Isadoro grabbed her shirt, flung her around and shoved her toward the opening in the side of the wall. She was too heavy though. It looked like he was wrestling five hundred pounds of sand in a one hundred pound frame.
Maria was close enough to the edge that Eliana dropped and spun into a side kick, the distance, body mechanics and power on point. This was one of the most brutal kicks in her arsenal, which was why it was her favorite. She connected with the woman’s torso, just below her chest, but Maria was unnaturally dense, her bones too condensed for a shot like that to send her sailing out into the open air.

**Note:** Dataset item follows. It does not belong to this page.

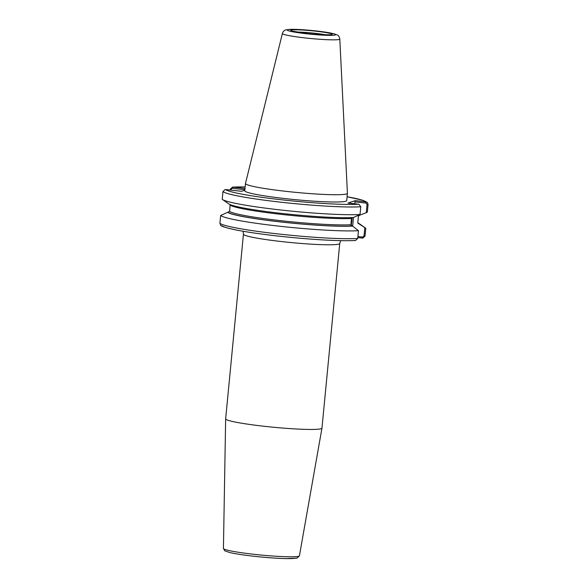 <?xml version="1.0" encoding="UTF-8"?>
<svg xmlns="http://www.w3.org/2000/svg" width="588" height="588" viewBox="0 0 588 588"><rect width="100%" height="100%" fill="white"/><g stroke="black" fill="none" stroke-linecap="round" stroke-linejoin="round"><path stroke-width="0.88" d="M321.151 428.696A48.378 3.785 -174.5 0 1 269.333 426.829A48.378 3.785 -174.5 0 1 225.652 418.854A48.378 3.785 -174.5 0 1 225.652 418.832L243.439 234.171A48.378 3.785 5.5 0 0 286.966 242.153A48.378 3.785 5.5 0 0 338.931 244.042A48.378 3.785 5.5 0 0 339.746 243.447L321.967 428.108A48.378 3.785 -174.5 0 1 321.967 428.13A48.378 3.785 -174.5 0 1 321.151 428.696M230.827 190.1L232.451 187.109L245.152 186.925M245.005 188.461L232.539 187.109L230.275 189.152L230.187 190.034M232.216 188.3L244.88 189.696M366.28 201.882L365.956 203.073L367.059 204.352L366.25 212.709L367.346 212.099L368.088 204.374L367.338 202.456L366.28 201.882L355.314 200.648L347.986 203.044L358.952 204.279L360.775 206.763L360.032 214.488A73.206 5.733 -174.5 0 1 282.725 210.203A73.206 5.733 -174.5 0 1 222.521 199.508A73.206 5.733 -174.5 0 1 222.22 199.266L222.962 191.541L225.211 189.505L241.565 191.291L244.836 190.218M366.25 212.709L359.694 215.193L358.408 216.208L357.805 222.492L358.871 223.763L364.817 227.629L364.009 236.06L362.686 237.067L362.789 238.118L365.038 236.082L365.787 228.291L364.817 227.629M339.805 39.021L347.412 193.261A51.2 4.006 -174.5 0 1 347.412 193.305L346.714 200.581A51.2 4.006 -174.5 0 1 345.847 201.206A51.2 4.006 -174.5 0 1 290.847 199.214A51.2 4.006 -174.5 0 1 244.777 190.762L245.483 183.493A51.2 4.006 -174.5 0 1 245.49 183.449L282.387 33.494A28.849 2.256 -174.5 0 0 305.819 38.007A28.849 2.256 -174.5 0 0 339.32 39.403A28.849 2.256 -174.5 0 0 339.805 39.021C339.327 36.706 338.497 35.368 337.321 35.001L333.668 33.663L317.998 31.142C304.665 29.701 295.161 29.121 289.494 29.4L286.231 29.819C284.371 30.135 283.093 31.362 282.387 33.494M360.032 214.488L353.41 217.516A66.554 5.211 -174.5 0 1 283.1 213.569A66.554 5.211 -174.5 0 1 228.717 203.874L222.521 199.508M357.813 237.589L362.789 238.118M357.849 222.94A66.554 5.211 -174.5 0 1 359.29 223.675L365.486 228.048A73.206 5.733 -174.5 0 1 365.787 228.291M352.587 226.093L358.474 230.68L357.724 238.471L355.549 240.514C341.525 241.161 320.269 240.154 291.78 237.493C269.789 235.34 251.635 232.914 237.331 230.217C225.983 227.821 220.426 226.137 220.662 225.167L219.912 223.249L220.662 215.458L227.688 212.297A66.554 5.211 -174.5 0 0 281.409 222.044A66.554 5.211 -174.5 0 0 352.587 226.093L350.896 224.748L351.506 218.464L352.793 217.45M358.474 230.68A73.206 5.733 -174.5 0 1 279.829 226.255A73.206 5.733 -174.5 0 1 220.662 215.458M362.686 237.067L357.908 236.538M365.956 203.073L354.99 201.86L355.314 200.648M352.153 217.582A11.517 2.029 -83.7 0 1 351.102 225.505M230.151 204.617L229.599 211.349L227.688 212.297M358.232 223.491L358.871 223.763A65.944 5.167 -174.5 0 0 357.982 223.219M354.99 201.86L354.807 203.801M353.491 217.486L352.653 226.145M347.412 193.305A51.2 4.006 -174.5 0 1 346.545 193.937A51.2 4.006 -174.5 0 1 291.552 191.945A51.2 4.006 -174.5 0 1 245.483 183.493M321.967 428.13L299.432 555.756A38.183 2.991 -174.5 0 1 298.785 556.204A38.183 2.991 -174.5 0 1 254.442 554.359A38.183 2.991 -174.5 0 1 223.425 548.435L225.652 418.854M296.337 558.063A35.883 2.808 -174.5 0 1 254.663 556.329M230.9 189.307L230.275 189.152M245.152 186.94A70.898 5.549 -174.5 0 0 232.863 187.124L232.539 188.336M367.338 202.456L362.95 200.332L347.082 196.745A70.898 5.549 -174.5 0 1 365.956 201.824L365.64 203.036M358.636 204.22A70.898 5.549 -174.5 0 1 282.769 199.913A70.898 5.549 -174.5 0 1 225.535 189.52M360.775 206.763A73.206 5.733 -174.5 0 1 282.13 202.338A73.206 5.733 -174.5 0 1 222.962 191.541M357.724 238.471A73.206 5.733 -174.5 0 1 279.079 234.046A73.206 5.733 -174.5 0 1 219.912 223.249M355.137 240.499A70.898 5.549 -174.5 0 1 279.278 236.192A70.898 5.549 -174.5 0 1 222.044 225.799M364.009 236.06L365.038 236.082M362.465 238.103L362.362 237.03M367.059 204.352L368.088 204.374M351.506 218.464A64.798 5.072 -174.5 0 1 282.446 214.51A64.798 5.072 -174.5 0 1 230.202 205.065M350.896 224.748A64.798 5.072 -174.5 0 1 281.843 220.794A64.798 5.072 -174.5 0 1 229.599 211.349M351.969 226.02A65.944 5.167 -174.5 0 1 281.52 222.007A65.944 5.167 -174.5 0 1 228.313 212.364M296.492 32.053A18.779 1.47 -174.5 0 1 326.237 34.92M331.816 34.618A20.793 1.632 -174.5 0 1 307.664 33.612A20.793 1.632 -174.5 0 1 291.126 30.12A20.793 1.632 -174.5 0 1 315.278 31.127A20.793 1.632 -174.5 0 1 331.816 34.618M335.233 34.993A24.284 1.904 -174.5 0 1 307.024 33.825A24.284 1.904 -174.5 0 1 287.708 29.745A24.284 1.904 -174.5 0 1 315.918 30.921A24.284 1.904 -174.5 0 1 335.233 34.993M243.439 234.171L243.05 231.253M340.68 240.654L339.746 243.447M299.432 555.756L297.454 557.902L296.279 558.21L285.834 558.6C276.86 558.372 266.46 557.622 254.626 556.336C243.726 555.116 235.421 553.845 229.695 552.529L224.726 550.78L223.425 548.435M330.787 34.81L319.6 34.648L307.693 33.612L292.045 31.076"/></g></svg>

Knocked back only a foot, there was still two feet to go and the grenade was about to blow her head off and kill half the people in the room.
“Run!” Marcus screamed.
Chapter Twenty-Six
Four guys snuck up on the house, saw a gathering of women casually talking by candlelight. Apparently they were waiting up for the men. Tim and the guys did some reconnaissance, circling the house, seeing it filled with activity. One woman in another room was reading by candlelight, while one of the guys was just laying on one of the beds next to yet another woman. The man had a military look about him; his woman had a bob black haircut and she looked smitten.
He grabbed one of the guys, he thought it might be Paul, then said, “Spread out. I’ll head in the back door, you guys give a whistle if you hear something. Everyone clear?”
He got three nods and a “Roger that.”